由于它实现了Equatable,ComparableHashable这3个协议,所有完全可以把它看作是一个数字,可以进行运算,也可以进行比较,.none可以看成0,.unlimited可以看成最大值,也可以用.max指定一个值。

那么这个值的作用是什么呢?很简单,它表示Subscriber(订阅者)能接受数据的最大个数。 我们看到下边这样的打印结果:

receive subscription: (PassthroughSubject)
request unlimited

就说明Subscriber(订阅者)可以接收任何数量的数据,没有限制。我们再回到前边的代码,var demandState = Demand()的初始状态都是.none

接下来,我们看看第2部分的代码,主要是暴露出的接口,用于给外部调用:

func buffer(value: S.Input) -> Subscribers.Demand {
    precondition(self.completion == nil,
                 "How could a completed publisher sent values?! Beats me  ‍♂️")

    switch demandState.requested {
    case .unlimited:
        return subscriber.receive(value)
    default:
        buffer.append(value)
        return flush()
    }
}


func complete(completion: Subscribers.Completion<S.Failure>) {
    precondition(self.completion == nil,
                 "Completion have already occured, which is quite awkward  ")

    self.completion = completion
    _ = flush()
}


func demand(_ demand: Subscribers.Demand) -> Subscribers.Demand {
    flush(adding: demand)
}
  • buffer()用于处理缓存数据的部分逻辑,当收到外部的调用后,如果请求是不受限的,就直接发送数据给Subscriber,否则,把数据拼接到数组中,然后调用flush()
  • complete()用于接收外部的完成事件,保存后调用flush()
  • demand()是一个非常奇妙且重要的方法,它的目的是响应一个Demand请求,然后调用flush()处理这个响应,本质上这个函数中的参数的Demand请求就是Subscriber(订阅者)的请求。

我发现用文字讲知识确实比较费劲,没有视频好,大家再看看上边的自定义Subscription的代码:

func request(_ demand: Subscribers.Demand) {
    _ = self.buffer.demand(demand)
}

Subscription实现了Combine.Subscription协议,func request(_ demand: Subscribers.Demand)正是协议中的方法,该方法会被Subscriber(订阅者)调用。

大家如果有任何疑问,可以留言。
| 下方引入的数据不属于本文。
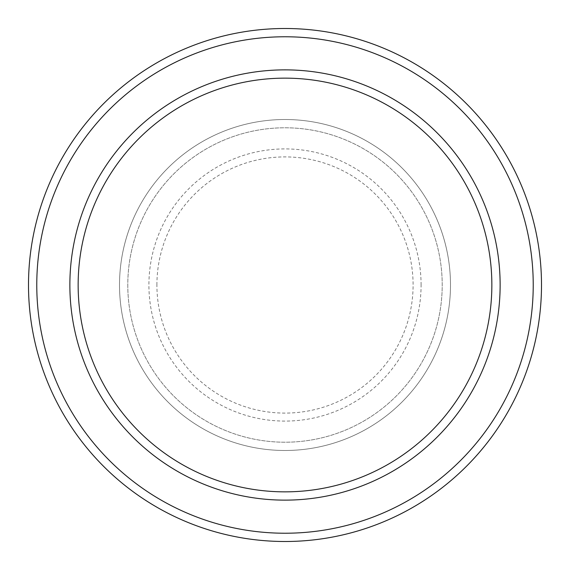 <?xml version="1.0" encoding="UTF-8"?>
<svg xmlns="http://www.w3.org/2000/svg" width="570" height="570" viewBox="0 0 570 570"><rect width="100%" height="100%" fill="white"/><g stroke="black" fill="none" stroke-linecap="round" stroke-linejoin="round"><path stroke-width="0.43" stroke-dasharray="2.85 2.14" d="M119.515 285A165.485 165.485 0 0 0 285 450.485A165.485 165.485 0 0 0 450.485 285A165.485 165.485 0 0 0 285 119.515A165.485 165.485 0 0 0 119.515 285A165.485 165.485 0 0 0 285 450.485A165.485 165.485 0 0 0 450.485 285A165.485 165.485 0 0 0 285 119.515A165.485 165.485 0 0 0 119.515 285A165.485 165.485 0 0 0 285 450.485A165.485 165.485 0 0 0 450.485 285A165.485 165.485 0 0 0 285 119.515A165.485 165.485 0 0 0 119.515 285A165.485 165.485 0 0 0 285 450.485A165.485 165.485 0 0 0 450.485 285A165.485 165.485 0 0 0 285 119.515A165.485 165.485 0 0 0 119.515 285A165.485 165.485 0 0 0 285 450.485A165.485 165.485 0 0 0 450.485 285A165.485 165.485 0 0 0 285 119.515A165.485 165.485 0 0 0 119.515 285A165.485 165.485 0 0 0 285 450.485A165.485 165.485 0 0 0 450.485 285A165.485 165.485 0 0 0 285 119.515A165.485 165.485 0 0 0 119.515 285A165.485 165.485 0 0 0 285 450.485A165.485 165.485 0 0 0 450.485 285A165.485 165.485 0 0 0 285 119.515A165.485 165.485 0 0 0 119.515 285A165.485 165.485 0 0 0 285 450.485A165.485 165.485 0 0 0 450.485 285A165.485 165.485 0 0 0 285 119.515A165.485 165.485 0 0 0 119.515 285M127.787 285A157.213 157.213 0 0 0 285 442.213A157.213 157.213 0 0 0 442.213 285A157.213 157.213 0 0 0 285 127.787A157.213 157.213 0 0 0 127.787 285A157.213 157.213 0 0 0 285 442.213A157.213 157.213 0 0 0 442.213 285A157.213 157.213 0 0 0 285 127.787A157.213 157.213 0 0 0 127.787 285A157.213 157.213 0 0 0 285 442.213A157.213 157.213 0 0 0 442.213 285A157.213 157.213 0 0 0 285 127.787A157.213 157.213 0 0 0 127.787 285A157.213 157.213 0 0 0 285 442.213A157.213 157.213 0 0 0 442.213 285A157.213 157.213 0 0 0 285 127.787A157.213 157.213 0 0 0 127.787 285A157.213 157.213 0 0 0 285 442.213A157.213 157.213 0 0 0 442.213 285A157.213 157.213 0 0 0 285 127.787A157.213 157.213 0 0 0 127.787 285M78.147 285A206.853 206.853 0 0 1 285 78.147A206.853 206.853 0 0 1 491.853 285A206.853 206.853 0 0 1 285 491.853A206.853 206.853 0 0 1 78.147 285A206.853 206.853 0 0 0 285 491.853A206.853 206.853 0 0 0 491.853 285A206.853 206.853 0 0 1 285 491.853A206.853 206.853 0 0 1 78.147 285A206.853 206.853 0 0 1 285 78.147A206.853 206.853 0 0 1 491.853 285A206.853 206.853 0 0 0 285 78.147A206.853 206.853 0 0 0 78.147 285M500.132 285A215.132 215.132 0 0 0 285 69.868A215.132 215.132 0 0 0 69.868 285A215.132 215.132 0 0 0 285 500.132A215.132 215.132 0 0 0 500.132 285A215.132 215.132 0 0 0 285 69.868A215.132 215.132 0 0 0 69.868 285A215.132 215.132 0 0 0 285 500.132A215.132 215.132 0 0 0 500.132 285A215.132 215.132 0 0 0 285 69.868A215.132 215.132 0 0 0 69.868 285A215.132 215.132 0 0 0 285 500.132A215.132 215.132 0 0 0 500.132 285A215.132 215.132 0 0 1 285 500.132A215.132 215.132 0 0 1 69.868 285A215.132 215.132 0 0 0 285 500.132A215.132 215.132 0 0 0 500.132 285A215.132 215.132 0 0 0 285 69.868A215.132 215.132 0 0 0 69.868 285A215.132 215.132 0 0 1 285 69.868A215.132 215.132 0 0 1 500.132 285M541.5 285A256.5 256.5 0 0 0 285 28.5A256.5 256.5 0 0 0 28.5 285A256.5 256.5 0 0 0 285 541.5A256.5 256.5 0 0 0 541.5 285M156.907 285A128.093 128.093 0 0 1 285 156.907A128.093 128.093 0 0 1 413.093 285A128.093 128.093 0 0 1 285 413.093A128.093 128.093 0 0 1 156.907 285M421.088 285A136.088 136.088 0 0 0 285 148.912A136.088 136.088 0 0 0 148.912 285A136.088 136.088 0 0 0 285 421.088A136.088 136.088 0 0 0 421.088 285"/><path stroke-width="0.85" d="M491.853 285A206.853 206.853 0 0 0 285 78.147A206.853 206.853 0 0 0 78.147 285A206.853 206.853 0 0 0 285 491.853A206.853 206.853 0 0 0 491.853 285M69.868 285A215.132 215.132 0 0 1 285 69.868A215.132 215.132 0 0 1 500.132 285A215.132 215.132 0 0 1 285 500.132A215.132 215.132 0 0 1 69.868 285M533.228 285A248.228 248.228 0 0 0 285 36.772A248.228 248.228 0 0 0 36.772 285A248.228 248.228 0 0 0 285 533.228A248.228 248.228 0 0 0 533.228 285M28.5 285A256.5 256.5 0 0 1 285 28.5A256.5 256.5 0 0 1 541.5 285A256.5 256.5 0 0 1 285 541.5A256.5 256.5 0 0 1 28.5 285"/></g></svg>

我们再看看第3部分的内容:

private func flush(adding newDemand: Subscribers.Demand? = nil) -> Subscribers.Demand {
    lock.lock()
    defer { lock.unlock() }

    if let newDemand = newDemand {
        demandState.requested += newDemand
    }

    // If buffer isn't ready for flushing, return immediately
    guard demandState.requested > 0 || newDemand == Subscribers.Demand.none else { return .none }

    while !buffer.isEmpty && demandState.processed < demandState.requested {
        demandState.requested += subscriber.receive(buffer.remove(at: 0))
        demandState.processed += 1
    }

    if let completion = completion {
        // Completion event was already sent
        buffer = []
        demandState = .init()
        self.completion = nil
        subscriber.receive(completion: completion)
        return .none
    }

    let sentDemand = demandState.requested - demandState.sent
    demandState.sent += sentDemand
    return sentDemand
}

上边代码很简单,就是当requested > 0的时候,把数据发送给Subscriber,DemandBuffer持有Subscriber的目的就是为了后边调用subscriber.receive(buffer.remove(at: 0))。我们再重新分析一下Subscription的过程:

首先,我们初始化:

init(factory: @escaping SubscriberHandler,
     downstream: Downstream) {
    self.buffer = DemandBuffer(subscriber: downstream)

    let subscriber = Subscriber(onValue: { [weak self] in _ = self?.buffer.buffer(value: $0) },
                                onCompletion: { [weak self] in self?.buffer.complete(completion: $0) })

    self.cancelable = factory(subscriber)
}

初始化成功后,buffer中的.flush()函数并不会把数据透传给Subscriber,当收到订阅接收到订阅者的request后调用下边的代码:

func request(_ demand: Subscribers.Demand) {
    _ = self.buffer.demand(demand)
}

然后调用buffer中的.demand()函数,.demand()函数又调用.flush(),最终遍历数组,把数据全部透传给Subscriber。

如果大家有点蒙,只能多看代码和上边的解释,再细细品一下。

最后,我们回到起始的地方,再回过头来看下边的代码:

public extension AnyPublisher {

    init(_ factory: @escaping Publishers.Create<Output, Failure>.SubscriberHandler) {
        self = Publishers.Create(factory: factory).eraseToAnyPublisher()
    }

    static func create(_ factory: @escaping Publishers.Create<Output, Failure>.SubscriberHandler)
        -> AnyPublisher<Output, Failure> {
        AnyPublisher(factory)
    }
}

总结

自定义Publisher的关键是自定义Subscription,Subscription又通过DemandBuffer管理数据,DemandBuffer的核心思想是把数据放入到数组中,然后通过func demand(_ demand: Subscribers.Demand) -> Subscribers.Demand释放数据。